I’ve learned one thing about romantic love in all my years. It takes two people. Those two people must want to make it work. During my first year of college, I asked my mother how you know if a man was the right one to marry. I remember clearly, she said “you never know.”
So, falling in love is always a risk. We romance authors write plenty of stories about heroes and heroines hurt by love. We also strive to make our endings “happily-ever-after.” No such thing in real life, but sometimes we come close to it.
When I opened the door to a blind date after four years single and no dates, I had no clue that five years later, I’d marry the guy and twenty years after that, we’d still be together. Our first conversation around dinner was about his two nearly grown children and mine. Our kids were the same age. Then we talked computers. I was a technical writer and he was a computer programmer. We had something in common.

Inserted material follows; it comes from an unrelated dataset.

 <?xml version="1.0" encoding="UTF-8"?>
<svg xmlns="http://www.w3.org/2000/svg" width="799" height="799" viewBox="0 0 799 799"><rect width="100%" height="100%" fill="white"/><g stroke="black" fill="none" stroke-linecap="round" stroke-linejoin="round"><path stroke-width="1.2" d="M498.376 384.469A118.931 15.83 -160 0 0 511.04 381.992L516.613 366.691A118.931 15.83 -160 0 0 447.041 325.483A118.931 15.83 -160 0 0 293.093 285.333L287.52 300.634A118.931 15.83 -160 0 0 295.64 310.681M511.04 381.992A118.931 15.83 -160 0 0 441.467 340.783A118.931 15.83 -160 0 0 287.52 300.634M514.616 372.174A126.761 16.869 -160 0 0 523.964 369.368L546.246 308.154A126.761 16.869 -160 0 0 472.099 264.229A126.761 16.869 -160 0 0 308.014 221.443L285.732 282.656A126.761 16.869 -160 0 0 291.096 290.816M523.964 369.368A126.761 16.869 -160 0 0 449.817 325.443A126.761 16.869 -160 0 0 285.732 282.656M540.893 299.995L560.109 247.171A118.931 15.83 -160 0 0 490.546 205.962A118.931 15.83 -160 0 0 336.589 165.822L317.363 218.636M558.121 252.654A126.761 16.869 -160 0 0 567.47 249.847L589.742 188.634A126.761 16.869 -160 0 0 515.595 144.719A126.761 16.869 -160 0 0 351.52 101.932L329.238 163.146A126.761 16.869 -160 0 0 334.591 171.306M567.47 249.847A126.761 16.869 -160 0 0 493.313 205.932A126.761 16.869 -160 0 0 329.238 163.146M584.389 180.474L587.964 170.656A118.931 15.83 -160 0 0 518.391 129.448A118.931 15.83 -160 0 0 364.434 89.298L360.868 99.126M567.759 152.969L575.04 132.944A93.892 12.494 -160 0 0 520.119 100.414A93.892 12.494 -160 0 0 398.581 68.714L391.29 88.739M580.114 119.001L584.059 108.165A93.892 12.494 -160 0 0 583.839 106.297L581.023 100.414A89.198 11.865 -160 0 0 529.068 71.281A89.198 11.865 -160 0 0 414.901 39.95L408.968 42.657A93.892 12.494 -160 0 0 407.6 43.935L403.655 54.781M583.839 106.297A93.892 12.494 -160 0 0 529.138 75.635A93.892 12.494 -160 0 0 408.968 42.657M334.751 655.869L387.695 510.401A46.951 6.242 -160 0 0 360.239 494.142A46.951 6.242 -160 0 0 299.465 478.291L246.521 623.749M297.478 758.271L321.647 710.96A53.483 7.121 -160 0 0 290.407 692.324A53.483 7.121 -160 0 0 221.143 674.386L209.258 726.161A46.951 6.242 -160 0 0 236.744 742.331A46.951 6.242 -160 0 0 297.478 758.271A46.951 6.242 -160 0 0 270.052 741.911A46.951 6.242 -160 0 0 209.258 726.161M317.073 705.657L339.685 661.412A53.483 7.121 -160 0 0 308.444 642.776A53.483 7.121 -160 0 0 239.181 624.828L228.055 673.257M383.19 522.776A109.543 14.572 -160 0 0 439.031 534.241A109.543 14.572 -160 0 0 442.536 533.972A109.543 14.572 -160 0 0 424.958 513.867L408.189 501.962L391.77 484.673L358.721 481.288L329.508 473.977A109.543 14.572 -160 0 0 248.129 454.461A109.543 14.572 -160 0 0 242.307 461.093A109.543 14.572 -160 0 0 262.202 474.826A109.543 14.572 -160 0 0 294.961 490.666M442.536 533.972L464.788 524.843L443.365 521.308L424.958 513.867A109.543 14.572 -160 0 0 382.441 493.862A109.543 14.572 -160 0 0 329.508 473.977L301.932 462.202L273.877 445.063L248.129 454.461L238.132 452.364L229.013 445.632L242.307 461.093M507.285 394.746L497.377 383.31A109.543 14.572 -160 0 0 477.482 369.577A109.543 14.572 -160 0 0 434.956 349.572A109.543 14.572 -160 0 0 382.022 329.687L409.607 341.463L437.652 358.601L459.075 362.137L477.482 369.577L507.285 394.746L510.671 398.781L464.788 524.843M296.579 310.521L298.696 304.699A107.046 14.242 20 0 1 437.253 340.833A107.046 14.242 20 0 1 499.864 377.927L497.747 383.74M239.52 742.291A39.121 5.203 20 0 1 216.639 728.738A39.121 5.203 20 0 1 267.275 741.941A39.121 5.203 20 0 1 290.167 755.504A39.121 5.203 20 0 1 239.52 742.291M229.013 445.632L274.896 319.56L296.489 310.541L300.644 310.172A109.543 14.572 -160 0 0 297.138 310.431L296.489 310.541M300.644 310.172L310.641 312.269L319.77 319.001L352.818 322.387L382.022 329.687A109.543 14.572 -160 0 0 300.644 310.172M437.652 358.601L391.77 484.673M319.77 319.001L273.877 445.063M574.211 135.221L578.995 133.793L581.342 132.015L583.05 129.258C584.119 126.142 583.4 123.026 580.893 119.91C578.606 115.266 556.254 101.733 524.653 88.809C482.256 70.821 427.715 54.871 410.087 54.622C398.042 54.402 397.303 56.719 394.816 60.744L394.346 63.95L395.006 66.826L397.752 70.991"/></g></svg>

What do you remember talking about to your significant other when you first met?
In my Ghost Mountain Ranch series, the first FREE book is called Hank. It was originally published as a Christmas novella for the Montana McKennas series written with Maddie James. I had always intended to take Hank away from the McKenna Ranch to work at one across the mountain. The ending of Hank’s story in the book that bears his name is anything but happily after. He had to wait until the next book Darby to get his romantic happy ending. Here’s an excerpt.
Darby drew a breath before speaking. “What did you say to me that night at the hospital?” She paused. “You know, when I left.”
Hank ran a hand through his thick head of hair and swallowed hard as if he suddenly grew nervous. “I don’t know what you mean.”
Grinning, Darby shook her head. “You know very well what you said, but it was so faint, I was afraid I’d heard you wrong.”
He offered a bemused smile. “Oh.”
Was he sweating? He’d never said he loved her. She’d just gone on the assumption years ago. But as the saying went, assuming something was never wise.
“I think you said the L word,” she teased.
He blushed, turning as red as his red flannel shirt.
“If you meant it, you need to convince me. It’s time to cowboy up, buster.”
Hank’s jaw clinched. He hesitated a moment, then placed his hands on the desktop and pushed to his feet. There was a new determination in his eyes.
“Darby York, you know damn well I love you.”
She tucked her chin, playing coy. “I do?”
He came around the desk and pulled her into his arms, holding her in a great big grizzly bear hug. They stood that way, drawing warmth from each other, feeling each other’s heartbeat, until Darby slipped her arms around his neck.
“I always thought you knew,” Hank whispered, “but I could never say it.”
“I did know, but it’s always nice to hear it said.”
“Biggest mistake I ever made. Not telling you.”
Darby drew back a little to gaze into his eyes. “My biggest mistake was running from the ranch and you.”
“No,” he said firmly. “There are reasons for things. You’ve had a good life. You’ve got your two kids.”
Yes, she had her kids, and she’d had a wonderful life. But her life wasn’t over. A new chapter was just beginning.
“What if I stayed at the ranch, too,” she ventured. “But I won’t stay unless you agree to marry me.”
His mouth dropped open.
“Because I love you, too, Hank Slade.”
Then she stood on tiptoe and kissed his lips so completely that the past was forgotten. Only the present mattered. They would make a new future together.